It’s ridiculously inappropriate for climate protesters to attack museums and artworks. They should be going after car dealerships, gas stations, and the like, not creative works that have no direct impact on the environment.
That’s why I think this is an astroturf from the energy corporations. The ones organizing them are not climate activists but right wingers looking to discredit any kind of climate activism.
Oh the people there in the ground might be true believers and just dumb, but someone is funding and pulling their strings.
As much as I’d love to believe you’re right, I can’t rule out “sheer ignorance” from the equation… I’ve talked to climate activists who were truly detached from reality. For instance, one thought the only use of “nuclear” was in context to weapons, seemingly ignorant of it’s peaceful uses for energy.

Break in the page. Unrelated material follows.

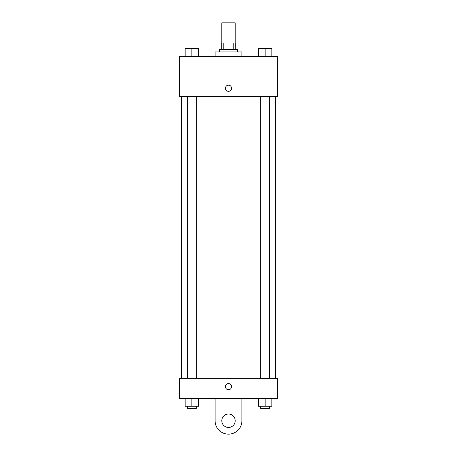 <?xml version="1.0" encoding="UTF-8"?>
<svg xmlns="http://www.w3.org/2000/svg" width="457" height="457" viewBox="0 0 457 457"><rect width="100%" height="100%" fill="white"/><g stroke="black" fill="none" stroke-linecap="round" stroke-linejoin="round"><path stroke-width="0.69" d="M235.206 42.969L235.206 22.85L221.794 22.85L221.794 42.969M223.793 49.676L223.793 42.969L221.234 42.969L221.234 49.676L221.234 42.969M223.793 42.969L235.766 42.969L235.766 49.676M233.207 49.676L233.207 42.969M219.56 51.909L219.56 49.676L237.44 49.676L237.44 51.909M241.913 56.382L241.913 51.909L215.087 51.909L215.087 56.382M179.321 56.382L277.679 56.382L277.679 96.616L179.321 96.616L179.321 56.382M228.5 91.309A3.073 3.073 0 0 1 225.838 86.699A3.073 3.073 0 0 1 231.162 86.699A3.073 3.073 0 0 1 228.5 91.309M179.321 378.265L277.679 378.265L277.679 398.384L179.321 398.384L179.321 378.265L277.679 378.265M258.451 56.382L258.451 48.556L271.864 48.556L271.864 56.382L271.864 48.556M265.157 56.382L265.157 48.556M269.63 48.556L260.69 48.556M185.136 56.382L185.136 48.556L198.549 48.556L198.549 56.382L198.549 48.556M191.843 56.382L191.843 48.556M196.31 48.556L187.37 48.556M258.451 398.384L258.451 406.21L271.864 406.21L271.864 398.384L271.864 406.21M265.157 406.21L265.157 398.384M269.63 406.21L269.63 408.444L260.69 408.444L260.69 406.21M185.136 398.384L185.136 406.21L198.549 406.21L198.549 398.384L198.549 406.21M191.843 406.21L191.843 398.384M196.31 406.21L196.31 408.444L187.37 408.444L187.37 406.21M225.427 386.651A3.073 3.073 0 0 1 230.037 383.989A3.073 3.073 0 0 1 230.037 389.313A3.073 3.073 0 0 1 225.427 386.651M241.913 398.384L241.913 420.737A13.413 13.413 0 0 1 228.5 434.15A13.413 13.413 0 0 1 215.087 420.737L215.087 398.384M228.5 427.444A6.706 6.706 0 0 1 222.69 417.384A6.706 6.706 0 0 1 234.31 417.384A6.706 6.706 0 0 1 228.5 427.444M275.44 378.265L275.44 96.616M181.56 378.265L181.56 96.616M260.69 96.616L260.69 378.265M269.63 96.616L269.63 378.265M196.31 378.265L196.31 96.616M187.37 378.265L187.37 96.616"/></g></svg>

Here’s the thing: people tried those. A lot. It had essentially no impact and got little to no press coverage.
Can you give an example?
Thr valve turners who shut off pipelines in the US. Several cases of people halting coal trains in the US and Austria. Refinery blockades in the UK. Paint-based stoppages of private jets. These things are happening routinely but nobody heard about them
I only see three Valve Turner incidents listed in Wikipedia, the most recent of which was four years ago.
Anyway, my suggestions weren’t pipelines or trains out in the middle of nowhere. If they want publicity they should glue themselves to the entrance to a car dealership.
People who support museums tend to be relatively progressive, so all the protesters are accomplishing is to alienate people who likely agree with them.
Partially true but not completely true.
I think there’s a fair point to be argued that “carrying on as normal” is part of our existential crisis too, even if it doesn’t directly involve fossil fuels. We are woefully unaware of this.
It gets little to no press coverage when you do that. Th nmbm pmlpph mm. Pgmpkmmzaq vCard
This truly makes me sad. The Gardener museum is a gem that helps make Boston a wonderful place to live. If anything, these are the kinds of beautiful places that make dense urban areas, which are objectively better for the climate, more attractive to live in.
They mentioned previous demonstrations damaging artwork but don’t list any examples. Where did that happen? The ones I know of were just paint on cases and similar.